QVC UK has booked its first ever radio sponsorship campaign with Bauer Media, across Magic Radio and Greatest Hits Radio.
Helping to reach Gen X women across the UK, the campaign aims to establish QVC as the ultimate all-occasion shopping destination amongst listeners, especially in the run up to the festive season.
From October until the end of the year, QVC will become the official sponsor of weekday afternoons with Neev Spencer on Magic Radio and Saturday afternoons with Kate Thornton on Greatest Hits Radio, with credits and trails throughout.
Alongside radio, the sponsorship will also include videos on Magic Radio and Greatest Hits Radio’s social channels.
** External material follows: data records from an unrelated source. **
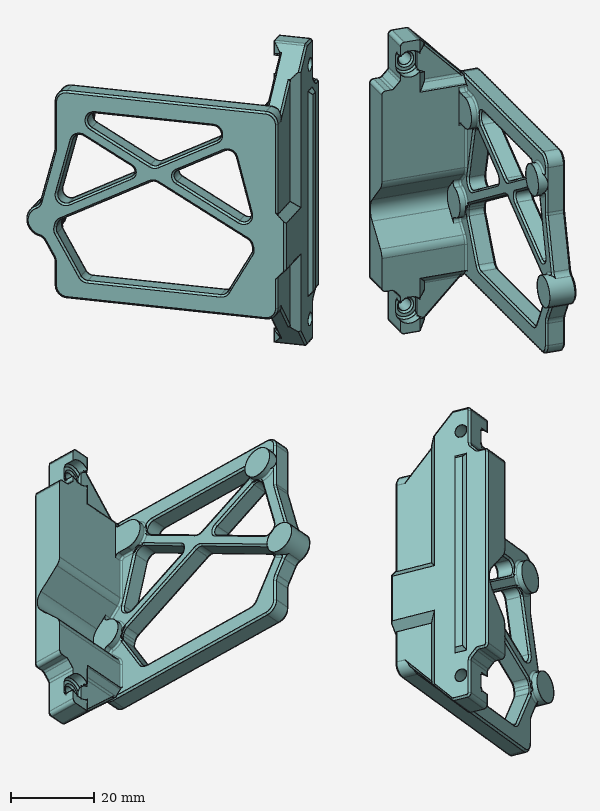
import cadquery as cq
import math


EDGE = 0.5
SMALL_RADIUS = 1.0

PLATE_LEFT = -58.2
PLATE_RIGHT = -2.1
PLATE_HALF_HEIGHT = 26.5
PLATE_THICKNESS = 5.0
PLATE_CORNER_RADIUS = 3.0
EAR_UPPER_Z = 11.25
EAR_LOWER_Z = -16.9
EAR_BLEND_RADIUS = 2.0
EAR_UPPER_LEAN = 15
EAR_LOWER_LEAN = 30

FRAME_MARGIN = 5.0
WINDOW_RADIUS = 2.0
SIDE_WINDOW_TIP_RADIUS = 1.55
STRUT_WIDTH = 3.0
STRUT_ANGLE = 28
CROSS_Z = 7.6
UPPER_SIDE_MARGIN = 3.55
PIVOT_SIDE_MARGIN = 5.5
LOWER_SIDE_MARGIN = 3.85

BOSS_RADIUS = 4.0
BOSS_TOP_Y = 7.0
BOSS_START_Y = PLATE_THICKNESS / 2
PIVOT_X = -61.4
PIVOT_Z = -7.5
UPPER_LEFT_BOSS_X = -54.2
UPPER_BOSS_Z = 19.0
REST_X = -BOSS_RADIUS - SMALL_RADIUS
MIDDLE_X = (PIVOT_X + REST_X) / 2
UPPER_RIGHT_BOSS_X = 2 * MIDDLE_X - UPPER_LEFT_BOSS_X

WALL_THICKNESS = 8.25
WALL_DEPTH = 27.0
TAB_HALF_HEIGHT = 38.5
TAB_FRONT_Y = 17.1
TAB_BACK_Y = 22.2
TAB_STEP = 2.0
GROOVE_LIP_RADIUS = 3.0
RELIEF_DEPTH_Y = 12.25
POCKET_DEPTH = 2.0
POCKET_START_Z = 24.5

HOLE_Y = (TAB_FRONT_Y + TAB_BACK_Y) / 2
HOLE_Z = 32.5
HOLE_DIAMETER = 3.2
SCREW_SEAT_RADIUS = 3.5
SCREW_SEAT_DEPTH = 3.0
FLARE_NARROW = 2.8
FLARE_WIDE = 3.7

RIDGE_HEIGHT = 1.0
RIDGE_HALF_LENGTH = 26.2
RIDGE_BASE_HALF_WIDTH = 1.6
RIDGE_TOP_HALF_WIDTH = 1.0

OVER = 7.7
PICK_REACH = 0.1


def prism_y(points, y_start, y_end):
    """Extrude an outline of (x, z) points along Y."""
    base = cq.Workplane("XZ", origin=(0, y_start, 0))
    return base.polyline(points).close().extrude(y_start - y_end)


def prism_x(points, x_start, x_end):
    """Extrude an outline of (y, z) points along X."""
    base = cq.Workplane("YZ", origin=(x_start, 0, 0))
    return base.polyline(points).close().extrude(x_end - x_start)


def cylinder_y(x, z, radius, y_start, y_end):
    """Cylinder along Y about the point (x, z)."""
    base = cq.Workplane("XZ", origin=(0, y_start, 0)).center(x, z)
    return base.circle(radius).extrude(y_start - y_end)


def meet(line_a, line_b):
    """Crossing point of two lines, each given as (x, z, angle in degrees)."""
    ax, az, a_angle = line_a
    bx, bz, b_angle = line_b
    a_dx, a_dz = math.cos(math.radians(a_angle)), math.sin(math.radians(a_angle))
    b_dx, b_dz = math.cos(math.radians(b_angle)), math.sin(math.radians(b_angle))
    along = ((bx - ax) * b_dz - (bz - az) * b_dx) / (a_dx * b_dz - a_dz * b_dx)
    return ax + along * a_dx, az + along * a_dz


def mirrored(point):
    """Mirror an (x, z) point left to right in the window pattern."""
    return 2 * MIDDLE_X - point[0], point[1]


def fillet_along_y(body, x, z, radius):
    """Round the edge along Y that passes through (x, z)."""
    box = cq.selectors.BoxSelector(
        (x - PICK_REACH, -OVER, z - PICK_REACH),
        (x + PICK_REACH, WALL_DEPTH + OVER, z + PICK_REACH))
    return body.edges("|Y").edges(box).fillet(radius)


UPPER_EDGE = (PLATE_LEFT, EAR_UPPER_Z, 90 - EAR_UPPER_LEAN)
LOWER_EDGE = (PLATE_LEFT, EAR_LOWER_Z, 90 + EAR_LOWER_LEAN)


def plate_blank(thickness, edge_chamfer):
    """Plate without windows, its outline leaning out to a round ear at the pivot."""
    outline = [
        (PLATE_LEFT, PLATE_HALF_HEIGHT),
        (PLATE_RIGHT, PLATE_HALF_HEIGHT),
        (PLATE_RIGHT, -PLATE_HALF_HEIGHT),
        (PLATE_LEFT, -PLATE_HALF_HEIGHT),
        (PLATE_LEFT, EAR_LOWER_Z),
        meet(UPPER_EDGE, LOWER_EDGE),
        (PLATE_LEFT, EAR_UPPER_Z),
    ]
    body = prism_y(outline, 0, thickness)
    for x, z in outline:
        if x in (PLATE_LEFT, PLATE_RIGHT):
            body = fillet_along_y(body, x, z, PLATE_CORNER_RADIUS)
    body = body.union(cylinder_y(PIVOT_X, PIVOT_Z, BOSS_RADIUS, 0, thickness))
    near_pivot = cq.selectors.BoxSelector(
        (PIVOT_X - BOSS_RADIUS, 0, PIVOT_Z - BOSS_RADIUS),
        (PIVOT_X + BOSS_RADIUS / 2, thickness, PIVOT_Z + BOSS_RADIUS))
    body = body.edges("|Y").edges(near_pivot).fillet(EAR_BLEND_RADIUS)
    return body.faces("<Y or >Y").edges().chamfer(edge_chamfer)


def window_cutter(points, tip_radius):
    """Opening through the plate that widens at both faces to chamfer its rim.

    The first point is the tip of the window, at the crossing of the struts.
    """
    opening = prism_y(points, 0, PLATE_THICKNESS + EDGE)
    opening = fillet_along_y(opening, *points[0], tip_radius)
    for x, z in points[1:]:
        opening = fillet_along_y(opening, x, z, WINDOW_RADIUS)
    outline = opening.faces("<Y").wires().toPending().workplane()
    rim = outline.extrude(EDGE, combine=False, taper=-45).translate((0, EDGE, 0))
    back_rim = rim.mirror("XZ").translate((0, PLATE_THICKNESS, 0))
    return opening.union(rim).union(back_rim)


def windows():
    """Four openings left between the frame and two crossing struts."""
    half_gap = STRUT_WIDTH / 2 / math.cos(math.radians(STRUT_ANGLE))
    apex_top = (MIDDLE_X, CROSS_Z + half_gap)
    apex_bottom = (MIDDLE_X, CROSS_Z - half_gap)
    frame_z = PLATE_HALF_HEIGHT - FRAME_MARGIN
    upper_shift = UPPER_SIDE_MARGIN / math.cos(math.radians(EAR_UPPER_LEAN))
    lower_shift = LOWER_SIDE_MARGIN / math.cos(math.radians(EAR_LOWER_LEAN))
    upper_side = (PLATE_LEFT + upper_shift, EAR_UPPER_Z, 90 - EAR_UPPER_LEAN)
    pivot_shift = PIVOT_SIDE_MARGIN / math.cos(math.radians(EAR_UPPER_LEAN))
    pivot_side = (PLATE_LEFT + pivot_shift, EAR_UPPER_Z, 90 - EAR_UPPER_LEAN)
    lower_side = (PLATE_LEFT + lower_shift, EAR_LOWER_Z, 90 + EAR_LOWER_LEAN)
    rising_top = (*apex_top, STRUT_ANGLE)
    rising_bottom = (*apex_bottom, STRUT_ANGLE)
    falling_top = (*apex_top, -STRUT_ANGLE)
    falling_bottom = (*apex_bottom, -STRUT_ANGLE)

    top_corner = meet(falling_top, (MIDDLE_X, frame_z, 0))
    top = [apex_top, top_corner, mirrored(top_corner)]
    left = [
        meet(falling_bottom, rising_top),
        meet(falling_bottom, upper_side),
        meet(rising_top, upper_side),
    ]
    right = [mirrored(point) for point in left]
    bottom_left = [
        meet(rising_bottom, pivot_side),
        meet(pivot_side, lower_side),
        meet(lower_side, (MIDDLE_X, -frame_z, 0)),
    ]
    bottom_right = [mirrored(point) for point in reversed(bottom_left)]
    bottom = [apex_bottom] + bottom_left + bottom_right
    cutters = [window_cutter(points, WINDOW_RADIUS) for points in (top, bottom)]
    cutters += [window_cutter(points, SIDE_WINDOW_TIP_RADIUS) for points in (left, right)]
    return cutters


def wall_blank():
    """Wall with a tab at each end, its front corners sloping at 45 degrees."""
    upper = [
        (0, TAB_HALF_HEIGHT - TAB_FRONT_Y),
        (TAB_FRONT_Y, TAB_HALF_HEIGHT),
        (TAB_BACK_Y, TAB_HALF_HEIGHT),
        (TAB_BACK_Y, PLATE_HALF_HEIGHT + TAB_STEP),
        (TAB_BACK_Y + TAB_STEP, PLATE_HALF_HEIGHT),
        (WALL_DEPTH, PLATE_HALF_HEIGHT),
    ]
    lower = [(y, -z) for y, z in reversed(upper)]
    body = prism_x(upper + lower, -WALL_THICKNESS, 0)
    rounded = cq.selectors.BoxSelector(
        (-WALL_THICKNESS, EDGE, -TAB_HALF_HEIGHT - 0.8), (0, WALL_DEPTH + 0.8, TAB_HALF_HEIGHT + 0.8))
    return body.edges("|X").edges(rounded).fillet(SMALL_RADIUS)


def relief():
    """Relief on the outer face beside the plate, interrupted behind the groove."""
    depth = -PLATE_RIGHT
    section = [
        (PLATE_RIGHT - EDGE, 0),
        (PLATE_RIGHT, EDGE),
        (PLATE_RIGHT, RELIEF_DEPTH_Y - depth),
        (0, RELIEF_DEPTH_Y),
        (0, 0),
    ]
    cutter = cq.Workplane("XY").polyline(section).close().extrude(TAB_HALF_HEIGHT, both=True)
    half_base = 2 * BOSS_RADIUS
    half_tip = half_base - depth
    kept = prism_y([
        (PLATE_RIGHT - EDGE, PIVOT_Z + half_base + EDGE),
        (0, PIVOT_Z + half_tip),
        (0, PIVOT_Z - half_tip),
        (PLATE_RIGHT - EDGE, PIVOT_Z - half_base - EDGE),
    ], 0, WALL_DEPTH)
    return cutter.cut(kept)


def cut_groove(body):
    """V groove with 45 degree flanks and a round bottom that fits a boss."""
    tangent = BOSS_RADIUS / math.sqrt(2)
    half_mouth = BOSS_RADIUS * math.sqrt(2) + WALL_THICKNESS + REST_X
    section = (
        cq.Workplane("XZ")
        .moveTo(-WALL_THICKNESS, PIVOT_Z + half_mouth)
        .lineTo(REST_X + tangent, PIVOT_Z + tangent)
        .threePointArc((REST_X + BOSS_RADIUS, PIVOT_Z), (REST_X + tangent, PIVOT_Z - tangent))
        .lineTo(-WALL_THICKNESS, PIVOT_Z - half_mouth)
        .close()
    )
    body = body.cut(section.extrude(-WALL_DEPTH))
    for side in (1, -1):
        body = fillet_along_y(body, -WALL_THICKNESS, PIVOT_Z + side * half_mouth, GROOVE_LIP_RADIUS)
    return body


def tab_pocket():
    """Shallow pocket on the inner face of the upper tab, with 45 degree sides."""
    floor_x = -WALL_THICKNESS + POCKET_DEPTH
    end_z = TAB_HALF_HEIGHT + OVER
    section = [
        (-WALL_THICKNESS - OVER, POCKET_START_Z),
        (-WALL_THICKNESS, POCKET_START_Z),
        (floor_x, POCKET_START_Z + POCKET_DEPTH),
        (floor_x, end_z),
        (-WALL_THICKNESS - OVER, end_z),
    ]
    pocket = prism_y(section, 0, TAB_FRONT_Y)
    for x, z in (section[1], section[2]):
        pocket = fillet_along_y(pocket, x, z, SMALL_RADIUS)
    back_slope = [
        (-WALL_THICKNESS, TAB_FRONT_Y),
        (floor_x, TAB_FRONT_Y),
        (floor_x, TAB_FRONT_Y - POCKET_DEPTH),
    ]
    slope = cq.Workplane("XY").polyline(back_slope).close().extrude(end_z)
    return pocket.cut(slope)


def slope_chamfer(edge_x, side, end_y):
    """Cutter that chamfers an edge running up the slope of the upper tab.

    The edge lies at edge_x and ends at end_y; the wall is on the given side of it in X.
    """
    slope_start = TAB_HALF_HEIGHT - TAB_FRONT_Y
    section = [(edge_x, EDGE), (edge_x, 0), (edge_x + side * EDGE, 0)]
    upright = cq.Workplane("XY").polyline(section).close().extrude(end_y * math.sqrt(2))
    return upright.rotate((0, 0, 0), (1, 0, 0), -45).translate((0, 0, slope_start))


def screw_seat():
    """Stepped hole in the upper tab; the seat flares out toward the plate."""
    inner_face = cq.Workplane("YZ", origin=(-WALL_THICKNESS, 0, 0)).center(HOLE_Y, HOLE_Z)
    seat = inner_face.circle(SCREW_SEAT_RADIUS).extrude(SCREW_SEAT_DEPTH)
    seat = seat.faces(">X").edges().chamfer(EDGE)
    clear_of_pocket = cq.Workplane("XY").box(OVER, OVER, OVER, centered=(False, False, True))
    seat = seat.intersect(clear_of_pocket.translate((-WALL_THICKNESS, TAB_FRONT_Y, HOLE_Z)))

    hole = inner_face.circle(HOLE_DIAMETER / 2).extrude(WALL_THICKNESS)
    floor = inner_face.workplane(offset=SCREW_SEAT_DEPTH)
    countersink = floor.circle(HOLE_DIAMETER / 2 + EDGE).workplane(offset=EDGE)
    countersink = countersink.circle(HOLE_DIAMETER / 2).loft()

    flare = prism_x([
        (TAB_FRONT_Y, HOLE_Z + FLARE_NARROW),
        (TAB_FRONT_Y - POCKET_DEPTH, HOLE_Z + FLARE_WIDE),
        (TAB_FRONT_Y - POCKET_DEPTH, HOLE_Z - FLARE_WIDE),
        (TAB_FRONT_Y, HOLE_Z - FLARE_NARROW),
    ], -WALL_THICKNESS, -WALL_THICKNESS + POCKET_DEPTH)
    return seat.union(hole).union(countersink).union(flare)


def ridge():
    """Long ridge with sloping sides and ends, in line with the screw holes."""
    base = cq.Workplane("YZ").center(HOLE_Y, 0)
    base = base.rect(2 * RIDGE_BASE_HALF_WIDTH, 2 * RIDGE_HALF_LENGTH)
    top_length = 2 * (RIDGE_HALF_LENGTH - RIDGE_HEIGHT)
    return base.workplane(offset=RIDGE_HEIGHT).rect(2 * RIDGE_TOP_HALF_WIDTH, top_length).loft()


def wall():
    """Side wall with its groove, relief, screw tabs and ridge."""
    body = wall_blank().faces(">X").edges().chamfer(EDGE)
    body = cut_groove(body.cut(relief()))
    pocket_floor_x = -WALL_THICKNESS + POCKET_DEPTH
    upper_tab_cuts = [
        tab_pocket(),
        slope_chamfer(pocket_floor_x, 1, TAB_FRONT_Y - POCKET_DEPTH),
        slope_chamfer(PLATE_RIGHT, -1, RELIEF_DEPTH_Y + PLATE_RIGHT),
        screw_seat(),
    ]
    for cut in upper_tab_cuts:
        body = body.cut(cut).cut(cut.mirror("XY"))
    return body.union(ridge())


def rest_boss():
    """Boss resting in the groove, blended into both flanks."""
    boss = cylinder_y(REST_X, PIVOT_Z, BOSS_RADIUS, 0, BOSS_TOP_Y)
    blend_along = 2 * math.sqrt(BOSS_RADIUS * SMALL_RADIUS)
    blend_towards = BOSS_RADIUS - SMALL_RADIUS
    touch = BOSS_RADIUS / (BOSS_RADIUS + SMALL_RADIUS)
    to_boss = math.pi + math.atan2(blend_towards, blend_along)
    to_middle = (to_boss + math.pi / 2) / 2
    middle_along = blend_along + SMALL_RADIUS * math.cos(to_middle)
    middle_towards = blend_towards + SMALL_RADIUS * math.sin(to_middle)

    def at(along, towards, side):
        x = REST_X + (towards - along) / math.sqrt(2)
        z = PIVOT_Z + side * (towards + along) / math.sqrt(2)
        return x, z

    for side in (1, -1):
        blend = (
            cq.Workplane("XZ")
            .moveTo(*at(blend_along * touch, blend_towards * touch, side))
            .threePointArc(at(middle_along, middle_towards, side), at(blend_along, BOSS_RADIUS, side))
            .lineTo(*at(0, BOSS_RADIUS, side))
            .lineTo(REST_X, PIVOT_Z)
            .close()
            .extrude(-BOSS_TOP_Y)
        )
        boss = boss.union(blend)
    return boss


def wall_with_bosses():
    """Wall joined to the bosses; the upper right boss runs straight into it."""
    web_end_x = -WALL_THICKNESS + EDGE
    web = prism_y([
        (UPPER_RIGHT_BOSS_X, UPPER_BOSS_Z + BOSS_RADIUS),
        (web_end_x, UPPER_BOSS_Z + BOSS_RADIUS),
        (web_end_x, UPPER_BOSS_Z - BOSS_RADIUS),
        (UPPER_RIGHT_BOSS_X, UPPER_BOSS_Z - BOSS_RADIUS),
    ], 0, BOSS_TOP_Y)
    body = wall().union(web)
    for side in (1, -1):
        web_side_z = UPPER_BOSS_Z + side * BOSS_RADIUS
        body = fillet_along_y(body, -WALL_THICKNESS, web_side_z, SMALL_RADIUS)
    body = body.union(rest_boss())
    round_bosses = [
        (PIVOT_X, PIVOT_Z),
        (UPPER_LEFT_BOSS_X, UPPER_BOSS_Z),
        (UPPER_RIGHT_BOSS_X, UPPER_BOSS_Z),
    ]
    for x, z in round_bosses:
        body = body.union(cylinder_y(x, z, BOSS_RADIUS, BOSS_START_Y, BOSS_TOP_Y))
    return body


def left_boss_feet():
    """Rounded blends at the foot of the pivot and the upper left boss."""
    profile = (
        cq.Workplane("XY")
        .moveTo(0, PLATE_THICKNESS)
        .lineTo(BOSS_RADIUS + EDGE, PLATE_THICKNESS)
        .radiusArc((BOSS_RADIUS, PLATE_THICKNESS + EDGE), EDGE)
        .lineTo(0, PLATE_THICKNESS + EDGE)
        .close()
    )
    foot = profile.revolve(360, (0, 0, 0), (0, 1, 0))
    feet = foot.translate((PIVOT_X, 0, PIVOT_Z))
    feet = feet.union(foot.translate((UPPER_LEFT_BOSS_X, 0, UPPER_BOSS_Z)))
    return feet.intersect(plate_blank(PLATE_THICKNESS + EDGE, 2 * EDGE))


def bracket():
    """Plate, wall and bosses joined, with the windows cut last."""
    body = plate_blank(PLATE_THICKNESS, EDGE).union(wall_with_bosses())
    wall_foot = cq.selectors.BoxSelector(
        (-WALL_THICKNESS - PICK_REACH, PLATE_THICKNESS - PICK_REACH, EAR_LOWER_Z),
        (-WALL_THICKNESS + PICK_REACH, PLATE_THICKNESS + PICK_REACH, UPPER_BOSS_Z))
    body = body.edges("|Z").edges(wall_foot).fillet(EDGE)
    body = body.union(left_boss_feet())
    for window in windows():
        body = body.cut(window)
    return body


result = bracket()

Kate Thornton will give a sneak peek into her present buying routine, while Neev and fellow Magic Radio presenter Emma B will get ready to sparkle at their Christmas party with help from QVC’s partywear.
Leveraging Bauer’s publishing portfolio, the campaign will also utilise Bauer Illuminate’s first party data to target audiences online. High impact video content will be delivered directly to specific audience segments across titles including Grazia and heat.
Simon Kilby, MD, Bauer Media Advertising said: “The festive period is always one of the most competitive times of the year for advertisers, with every brand trying to get in front of their audiences.
“We’re delighted that QVC has booked its first ever radio sponsorship with us, utilising our presenters and their close relationships with their listeners to cut through and both raise awareness and consideration of QVC as well as drive audiences to buy their products, creating impact across the funnel.”
Jayne Bristow, Commerce Director at QVC UK says “I am pleased to be partnering with Bauer Media for our Quarter 4 brand campaign, where we will showcase QVC’s premium gifting offer across Magic Radio and Greatest Hits Radio.
“Our target audience are smart Gen X women who love to shop. This partnership will enable us to raise awareness of the QVC brand and drive new customers to our website.”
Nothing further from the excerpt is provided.